Embedded wireless networks have been explored for closed-loop, real-time sensing and control. In industrial automation, for instance, wireless-enabled mobile, pervasive, and reconfigurable instrumentation and the significant cost of planning, installing, and maintaining wired network cables have made wireless networks attractive for industrial monitoring and control. Industrial wireless networking standards such as WirelessHART, ISA100.11a, and WIA-PA have been defined and deployed in practice. In road transportation, wireless communication has become a basic enabler for connected and automated vehicles, which cooperate with one another and with transportation infrastructures to ensure safety, maximize fuel economy, and minimize emission as well as congestion. Machine-type communication for real-time sensing and control has also become a major focus of emerging 5G wireless network research and development. Wireless communication is also a basic enabler for networked augmented reality, for instance, by integrating spatially distributed cameras into collaborative augmented vision systems.

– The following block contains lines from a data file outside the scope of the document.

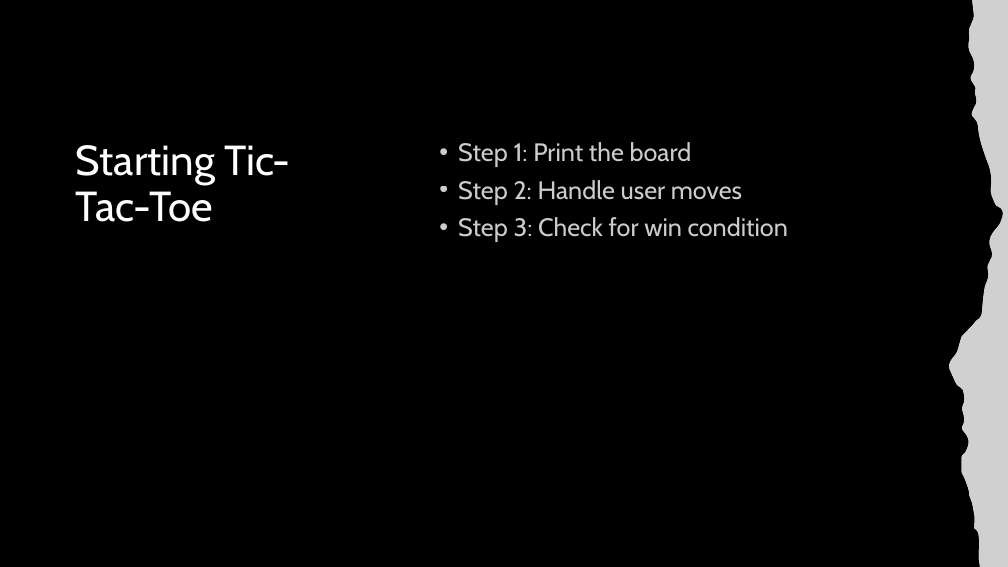
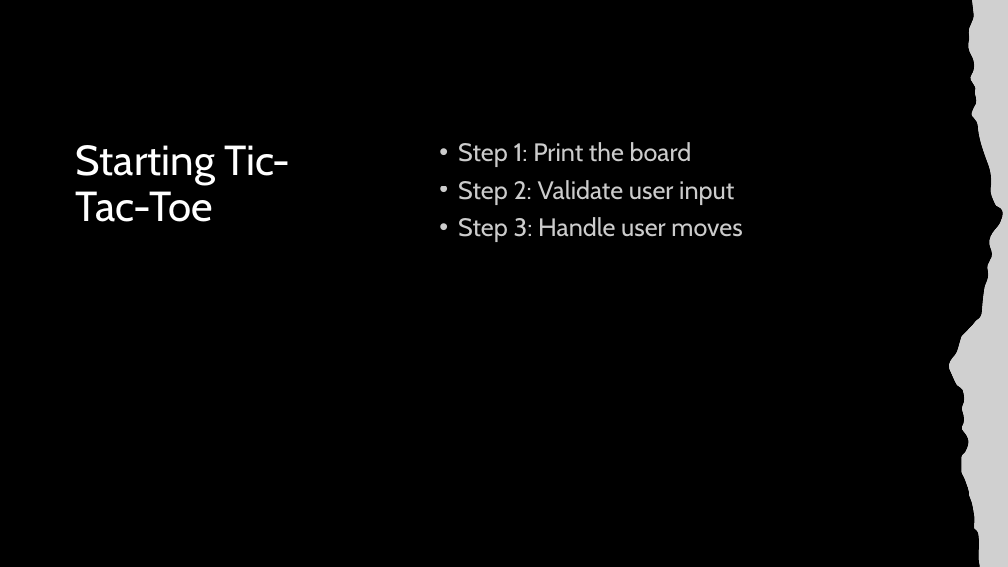
Before and after one commit to HackYourFutureBelgium/master-class-dot-net, a slide deck: slide 12 of week01/slides.pptx. Drawn at 1008x567 pixels with LibreOffice and Linux fonts; fonts in the diff are those of the drawing; grey boxes stand for pictures. Boxes give left, top, right and bottom in pixels: in the first picture for what was removed or moved away, otherwise in the second. Text is boxed around its words. In the diff, an @@ line names an element or a change of style, - is before the commit and + after.

```diff
--- a/week01/slides.pptx
+++ b/week01/slides.pptx
@@ text at (458, 180, 742, 242): text changed @@
-• Step 2: Handle user moves
-• Step 3: Check for win condition
+• Step 2: Validate user input
+• Step 3: Handle user moves
```
Also in this commit, not shown: 1 other file.

In wireless networked sensing and control (WSC), communication across wireless networks is a basic enabler for coordination among distributed sensors, controllers, and actuators. The mission-critical nature of real-time WSC tasks, such as the control of industrial plants and vehicles and/or the seamless experience of augmented reality, requires predictable reliability, timeliness, and throughput in wireless communication. Nonetheless, wireless communication is subject to inherent dynamics and uncertainties within the system and environment. Wireless communication channels exhibit complex, environment-specific spatiotemporal dynamics and uncertainties. Interference between concurrent transmissions is a major source of uncertainty, and the interference cuts across multiple aspects of wireless networking such as scheduling, channel assignment, power control, rate control, and routing. Dynamic control strategies in WSC systems introduce dynamic network traffic patterns and pose different requirements on communication reliability, timeliness, and throughput; in vehicular WSC systems, vehicle mobility introduces another dimension of uncertainty and complexity.

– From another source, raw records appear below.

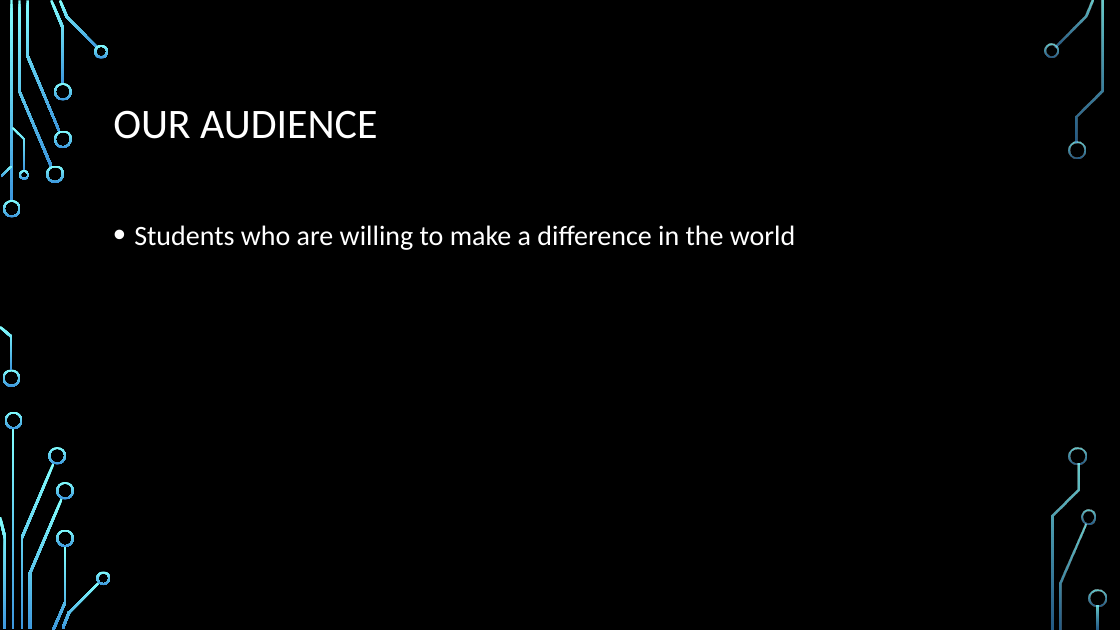
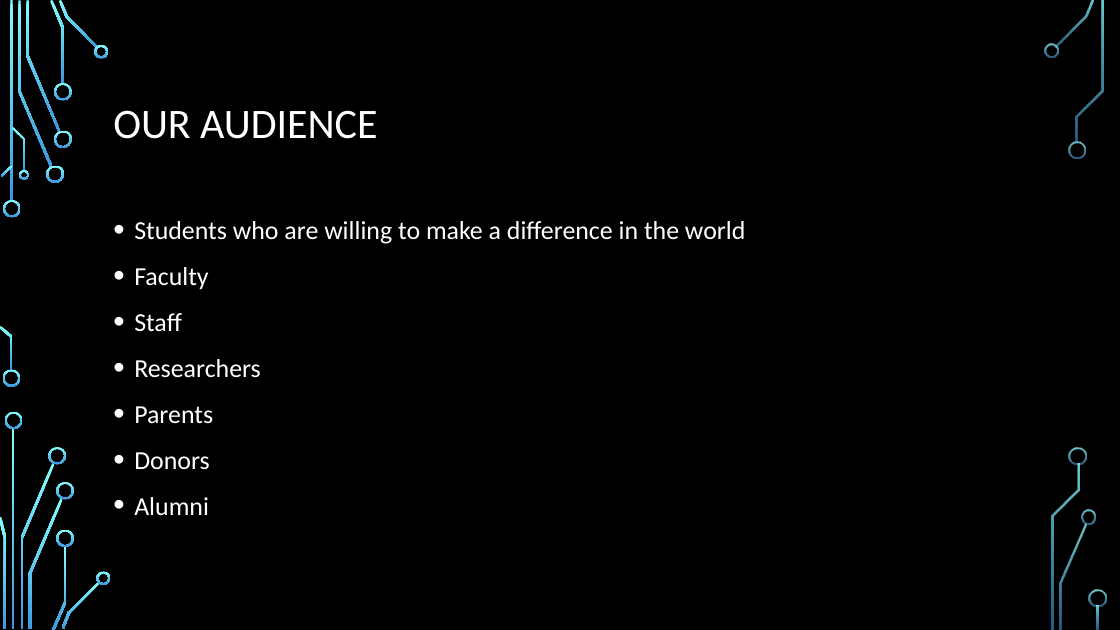
Before and after one commit to hozRifai/webProgrammingProject, a slide deck: slide 4 of presentation.pptx. Drawn at 1120x630 pixels with LibreOffice and Linux fonts; fonts in the diff are those of the drawing; background and template pictures are left out. Boxes give left, top, right and bottom in pixels: in the first picture for what was removed or moved away, otherwise in the second. Text is boxed around its words. In the diff, an @@ line names an element or a change of style, - is before the commit and + after.

```diff
--- a/presentation.pptx
+++ b/presentation.pptx
@@ text at [134, 221, 745, 244]: size 24 to 22.2 pt in "Students who are willing to make a ..."; line spacing 1.2 to 1.1 @@
@@ text at [134, 267, 261, 516]: paragraphs added @@
+• Faculty
+• Staff
+• Researchers
+• Parents
+• Donors
+• Alumni
```
Also in this commit, not shown: 2 other slides changed, 1 other file.

While wireless networking has been extensively studied, existing mechanisms have not solved fundamental problems such as predictable interference control in the presence of uncertainties and predictable multi-hop real-time communication in the presence of fast-varying, probabilistic path delays. Hence we still lack mechanisms for ensuring predictable communication reliability, timeliness, and throughput. Accordingly, current research and practice adopts a centralized architecture where a network manager centrally collects statistics of the network state (e.g., wireless channel gain) and centrally decides routing paths and transmission schedules. The centralized architecture makes it difficult to ensure predictable communication reliability and timeliness in the presence of uncertainties.

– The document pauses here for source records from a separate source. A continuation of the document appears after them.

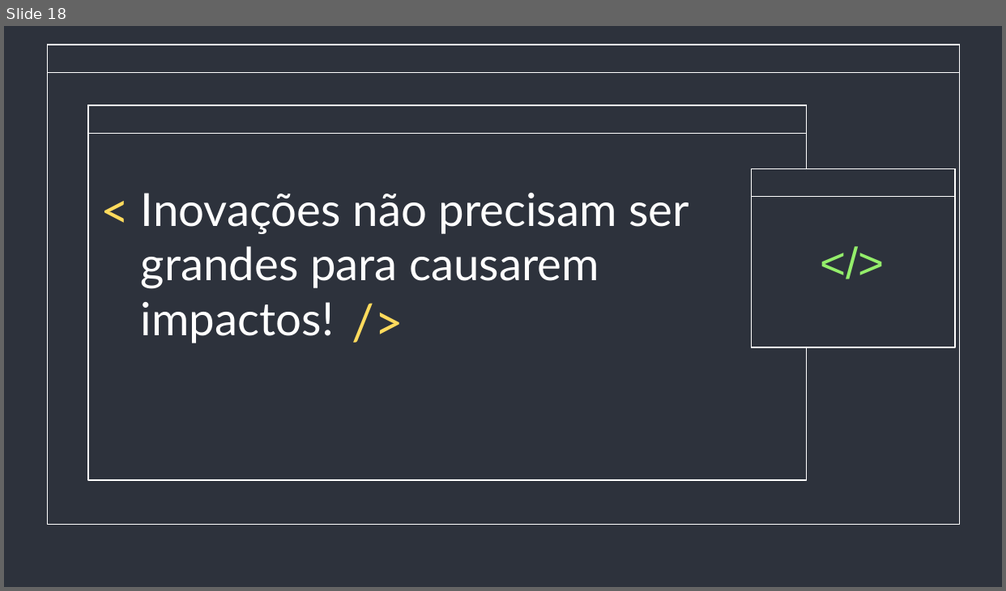
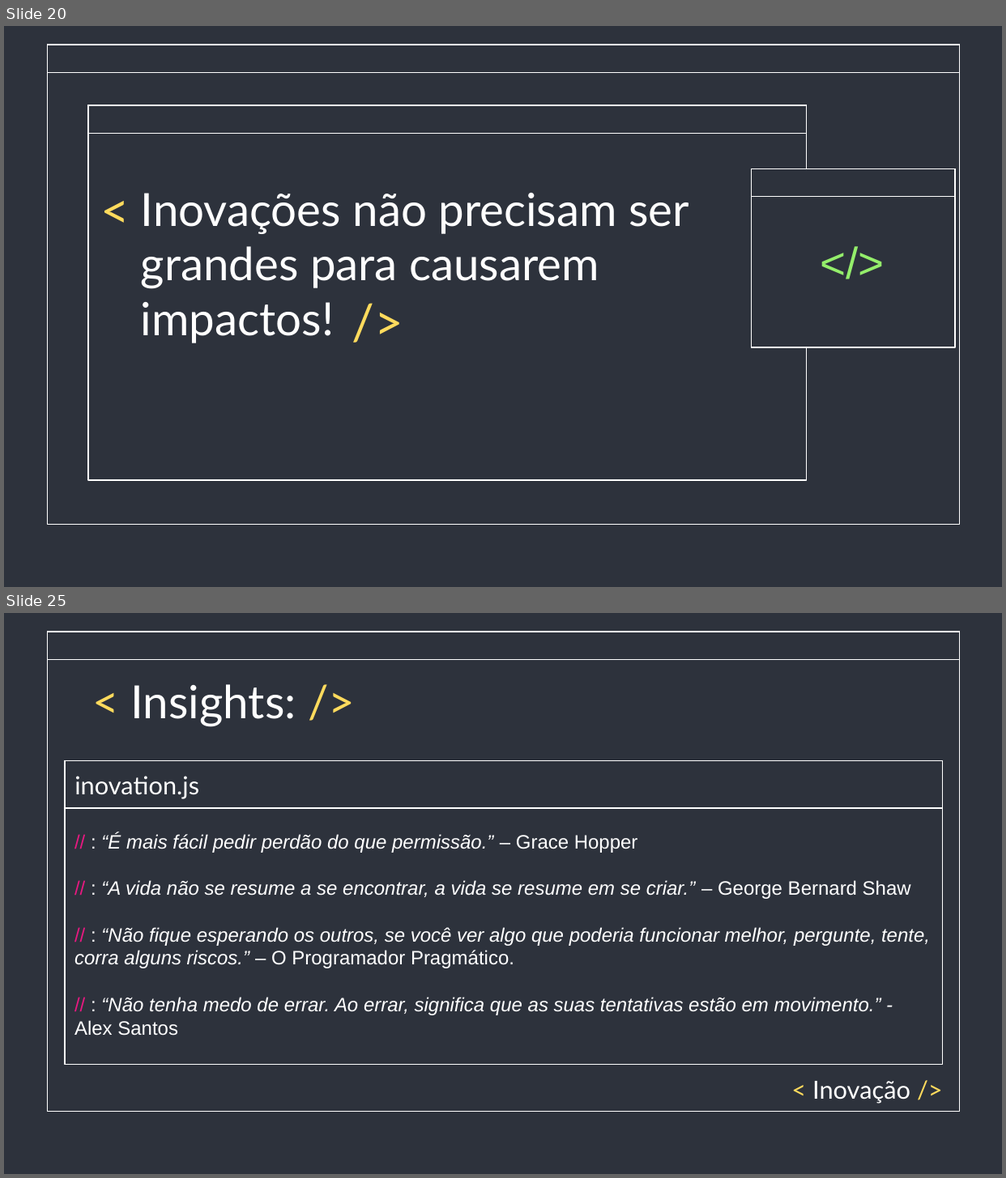
Before and after one commit to saintalex93/TestingHabitPresentation, a slide deck: Testes e Inovação - Semana de qualidade.pptx. Shown one above the other, each under a label of ours: slide 18 before the commit, slides 20 and 25 after it; the slides between them are not shown. The pictures are 1006x591 and 1006x1178 pixels, drawn with LibreOffice and Linux fonts; fonts in the diff are those of the drawing. Boxes give left, top, right and bottom in pixels: in the first picture for what was removed or moved away, otherwise in the second. Text is boxed around its words. In the diff, an @@ line names an element or a change of style, - is before the commit and + after.

Commit message:
[Semana da Qualidade] - Slides inovação e qualidade

```diff
--- a/Testes e Inovação - Semana de qualidade.pptx
+++ b/Testes e Inovação - Semana de qualidade.pptx
@@ slide 25 added at [4,613,1002,1174], background #2D323C; not listed: 2 template elements that a slide beside it also shows @@
@@ title added at [131,684,296,727], 33 pt, text #FFFFFF @@
+< Insights: />
@@ rectangle added at [65,760,943,1064], fill #2D323C, outline #FFFFFF 0.75 pt @@
@@ rectangle added at [65,760,943,807], fill #2D323C, outline #FFFFFF 0.75 pt, 18 pt, text #FFFFFF @@
+inovation.js
@@ text added at [74,833,930,1036], 14 pt, text #FFFFFF, italic @@
+// : “É mais fácil pedir perdão do que permissão.” – Grace Hopper
+// : “A vida não se resume a se encontrar, a vida se resume em se criar.” – George Bernard Shaw
+// : “Não fique esperando os outros, se você ver algo que poderia funcionar melhor, pergunte, tente, corra alguns riscos.” – O Programador Pragmático.
+// : “Não tenha medo de errar. Ao errar, significa que as suas tentativas estão em movimento.” - Alex Santos
@@ text added at [812,1081,910,1104], 18 pt, text #FFFFFF @@
+< Inovação />
@@ what was slide 18 is now slide 20 @@
```
Also in this commit, not shown: 4 slides changed, 4 other slides added.

Without addressing predictable control of interference among concurrent transmitters, these works have largely avoided channel spatial reuse too, leading to underutilization of network real-time capacity. The deficiencies of centralized architectures and no-channel-spatial-reuse are especially acute in large-scale WSC networks. Having not resolved fundamental challenges posed by interference and probabilistic path delays, existing distributed approaches in industrial and vehicular WSC systems cannot ensure predictable reliability and timeliness in communication.
Accordingly, the current real-world deployments of WSC systems have mostly been limited to open-loop sensing such as industrial monitoring and vehicle active-safety warning.